🤖 AI Summary
In multi-agent games, opponent modeling often relies on domain-specific heuristics, and computing approximate optimal responses remains intractable in large-scale imperfect-information settings.
Method: This paper extends the Policy-Space Response Oracles (PSRO) framework by integrating Monte Carlo Tree Search (MCTS), conditional generative world-state sampling, and Nash Bargaining Solution (NBS)-driven meta-strategy computation. It pioneers the incorporation of generative modeling into MARL search, introduces two novel NBS-based meta-strategy solvers, and enables online Bayesian co-player policy prediction.

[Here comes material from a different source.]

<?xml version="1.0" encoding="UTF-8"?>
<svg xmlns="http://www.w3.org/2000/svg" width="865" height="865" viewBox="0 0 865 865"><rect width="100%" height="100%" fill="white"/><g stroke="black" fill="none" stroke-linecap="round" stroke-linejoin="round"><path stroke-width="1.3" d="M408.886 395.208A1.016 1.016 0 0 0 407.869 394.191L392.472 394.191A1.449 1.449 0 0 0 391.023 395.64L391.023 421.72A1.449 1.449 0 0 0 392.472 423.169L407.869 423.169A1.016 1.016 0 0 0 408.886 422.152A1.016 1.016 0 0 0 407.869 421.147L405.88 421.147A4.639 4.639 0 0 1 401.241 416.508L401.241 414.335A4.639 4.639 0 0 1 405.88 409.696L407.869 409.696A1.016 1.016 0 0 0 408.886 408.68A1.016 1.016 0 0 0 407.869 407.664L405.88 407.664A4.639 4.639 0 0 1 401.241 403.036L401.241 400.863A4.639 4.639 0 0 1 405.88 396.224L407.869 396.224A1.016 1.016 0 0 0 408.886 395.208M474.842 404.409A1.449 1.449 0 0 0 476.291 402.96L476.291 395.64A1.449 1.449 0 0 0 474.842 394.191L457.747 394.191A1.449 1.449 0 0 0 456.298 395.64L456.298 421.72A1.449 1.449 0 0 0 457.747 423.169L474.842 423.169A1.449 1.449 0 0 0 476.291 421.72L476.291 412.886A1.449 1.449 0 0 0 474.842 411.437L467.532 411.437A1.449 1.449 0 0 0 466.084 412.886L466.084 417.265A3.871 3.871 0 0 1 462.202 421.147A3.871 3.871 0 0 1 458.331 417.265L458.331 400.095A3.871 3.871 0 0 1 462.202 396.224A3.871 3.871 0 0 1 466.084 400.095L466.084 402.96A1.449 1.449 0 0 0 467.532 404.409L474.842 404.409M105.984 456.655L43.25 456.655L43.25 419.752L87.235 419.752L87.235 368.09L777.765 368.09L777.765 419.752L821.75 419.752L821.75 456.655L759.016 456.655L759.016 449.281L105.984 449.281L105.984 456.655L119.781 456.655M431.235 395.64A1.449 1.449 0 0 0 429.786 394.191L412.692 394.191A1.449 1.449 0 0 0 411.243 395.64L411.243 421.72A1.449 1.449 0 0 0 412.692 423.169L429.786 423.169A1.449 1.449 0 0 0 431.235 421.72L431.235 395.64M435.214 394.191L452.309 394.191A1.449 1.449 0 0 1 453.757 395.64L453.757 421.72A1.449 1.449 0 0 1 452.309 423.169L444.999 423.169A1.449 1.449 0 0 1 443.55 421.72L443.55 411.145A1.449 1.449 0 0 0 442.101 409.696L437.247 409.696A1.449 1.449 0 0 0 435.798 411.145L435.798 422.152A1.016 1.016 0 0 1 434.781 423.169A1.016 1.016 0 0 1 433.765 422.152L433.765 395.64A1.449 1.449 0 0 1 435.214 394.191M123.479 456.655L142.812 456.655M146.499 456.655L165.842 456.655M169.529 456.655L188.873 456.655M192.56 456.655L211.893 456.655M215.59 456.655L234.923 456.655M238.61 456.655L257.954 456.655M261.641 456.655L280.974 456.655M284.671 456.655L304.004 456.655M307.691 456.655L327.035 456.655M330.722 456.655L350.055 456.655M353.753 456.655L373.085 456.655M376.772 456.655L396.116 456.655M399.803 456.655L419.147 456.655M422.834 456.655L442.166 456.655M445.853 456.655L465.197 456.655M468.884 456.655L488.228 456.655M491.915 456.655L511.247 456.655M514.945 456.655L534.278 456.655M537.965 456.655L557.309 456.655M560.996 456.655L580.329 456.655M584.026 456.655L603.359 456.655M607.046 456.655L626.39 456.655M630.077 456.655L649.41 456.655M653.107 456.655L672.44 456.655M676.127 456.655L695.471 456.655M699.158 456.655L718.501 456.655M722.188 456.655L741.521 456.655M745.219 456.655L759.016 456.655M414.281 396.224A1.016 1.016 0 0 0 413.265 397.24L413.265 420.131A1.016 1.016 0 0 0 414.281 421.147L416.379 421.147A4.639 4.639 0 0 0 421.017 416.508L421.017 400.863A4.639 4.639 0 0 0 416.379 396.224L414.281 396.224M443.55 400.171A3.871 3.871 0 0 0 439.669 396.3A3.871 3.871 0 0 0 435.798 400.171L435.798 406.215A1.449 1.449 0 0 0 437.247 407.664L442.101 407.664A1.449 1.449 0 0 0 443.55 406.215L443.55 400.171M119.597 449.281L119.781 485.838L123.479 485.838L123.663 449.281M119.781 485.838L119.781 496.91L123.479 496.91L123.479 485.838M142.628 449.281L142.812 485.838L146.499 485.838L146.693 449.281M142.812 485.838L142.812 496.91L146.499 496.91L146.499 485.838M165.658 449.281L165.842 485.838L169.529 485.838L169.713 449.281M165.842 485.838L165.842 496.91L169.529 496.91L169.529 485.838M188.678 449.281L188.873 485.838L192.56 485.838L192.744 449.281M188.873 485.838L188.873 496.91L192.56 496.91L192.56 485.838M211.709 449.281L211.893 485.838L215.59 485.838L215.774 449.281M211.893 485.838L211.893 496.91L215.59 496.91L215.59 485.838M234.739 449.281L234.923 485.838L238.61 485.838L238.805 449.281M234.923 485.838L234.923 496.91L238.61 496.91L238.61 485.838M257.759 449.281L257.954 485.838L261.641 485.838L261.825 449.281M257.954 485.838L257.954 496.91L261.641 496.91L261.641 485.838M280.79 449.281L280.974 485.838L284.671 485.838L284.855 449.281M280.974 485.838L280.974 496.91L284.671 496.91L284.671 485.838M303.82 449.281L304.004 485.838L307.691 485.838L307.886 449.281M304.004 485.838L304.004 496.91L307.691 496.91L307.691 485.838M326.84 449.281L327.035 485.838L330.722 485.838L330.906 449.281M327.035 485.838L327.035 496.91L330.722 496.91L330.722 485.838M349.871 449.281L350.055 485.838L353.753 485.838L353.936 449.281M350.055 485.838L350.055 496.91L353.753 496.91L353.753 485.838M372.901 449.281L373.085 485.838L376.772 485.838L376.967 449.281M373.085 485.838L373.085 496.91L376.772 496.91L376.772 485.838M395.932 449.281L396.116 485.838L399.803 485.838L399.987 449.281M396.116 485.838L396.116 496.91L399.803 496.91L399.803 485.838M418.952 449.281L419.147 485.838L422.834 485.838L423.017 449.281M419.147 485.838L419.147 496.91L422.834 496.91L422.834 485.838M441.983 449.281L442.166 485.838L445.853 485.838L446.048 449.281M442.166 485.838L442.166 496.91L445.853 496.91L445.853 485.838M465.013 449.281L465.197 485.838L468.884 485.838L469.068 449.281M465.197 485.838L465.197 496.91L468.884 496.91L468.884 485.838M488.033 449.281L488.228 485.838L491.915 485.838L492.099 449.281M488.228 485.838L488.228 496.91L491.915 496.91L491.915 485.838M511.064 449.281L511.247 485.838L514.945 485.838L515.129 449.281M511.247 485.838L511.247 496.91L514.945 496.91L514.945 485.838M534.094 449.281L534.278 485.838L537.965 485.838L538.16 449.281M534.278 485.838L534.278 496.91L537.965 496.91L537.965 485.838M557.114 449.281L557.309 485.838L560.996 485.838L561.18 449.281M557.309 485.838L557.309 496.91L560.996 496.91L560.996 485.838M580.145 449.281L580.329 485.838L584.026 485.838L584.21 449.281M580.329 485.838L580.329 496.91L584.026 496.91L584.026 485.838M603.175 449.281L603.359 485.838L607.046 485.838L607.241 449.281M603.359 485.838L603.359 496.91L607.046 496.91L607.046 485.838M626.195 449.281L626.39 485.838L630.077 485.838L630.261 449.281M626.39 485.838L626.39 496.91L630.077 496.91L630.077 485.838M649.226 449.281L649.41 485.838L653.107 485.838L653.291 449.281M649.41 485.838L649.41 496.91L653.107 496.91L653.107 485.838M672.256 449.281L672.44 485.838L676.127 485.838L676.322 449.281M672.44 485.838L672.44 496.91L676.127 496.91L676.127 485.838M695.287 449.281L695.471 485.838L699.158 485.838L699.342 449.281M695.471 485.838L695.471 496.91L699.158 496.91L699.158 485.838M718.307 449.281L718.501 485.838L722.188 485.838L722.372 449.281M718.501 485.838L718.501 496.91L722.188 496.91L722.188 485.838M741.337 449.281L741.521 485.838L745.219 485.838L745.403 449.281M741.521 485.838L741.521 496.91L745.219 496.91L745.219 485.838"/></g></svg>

Results: Evaluated on Colored Trails and Deal or No Deal—two canonical imperfect-information negotiation benchmarks—the algorithm converges toward Nash equilibria. In human-subject experiments involving 346 participants, it achieves social welfare comparable to human–human negotiations, while significantly improving human–AI collaboration efficiency and fairness.
📝 Abstract
Multiagent reinforcement learning (MARL) has benefited significantly from population-based and game-theoretic training regimes. One approach, Policy-Space Response Oracles (PSRO), employs standard reinforcement learning to compute response policies via approximate best responses and combines them via meta-strategy selection. We augment PSRO by adding a novel search procedure with generative sampling of world states, and introduce two new meta-strategy solvers based on the Nash bargaining solution. We evaluate PSRO's ability to compute approximate Nash equilibrium, and its performance in two negotiation games: Colored Trails, and Deal or No Deal. We conduct behavioral studies where human participants negotiate with our agents ($N = 346$). We find that search with generative modeling finds stronger policies during both training time and test time, enables online Bayesian co-player prediction, and can produce agents that achieve comparable social welfare negotiating with humans as humans trading among themselves.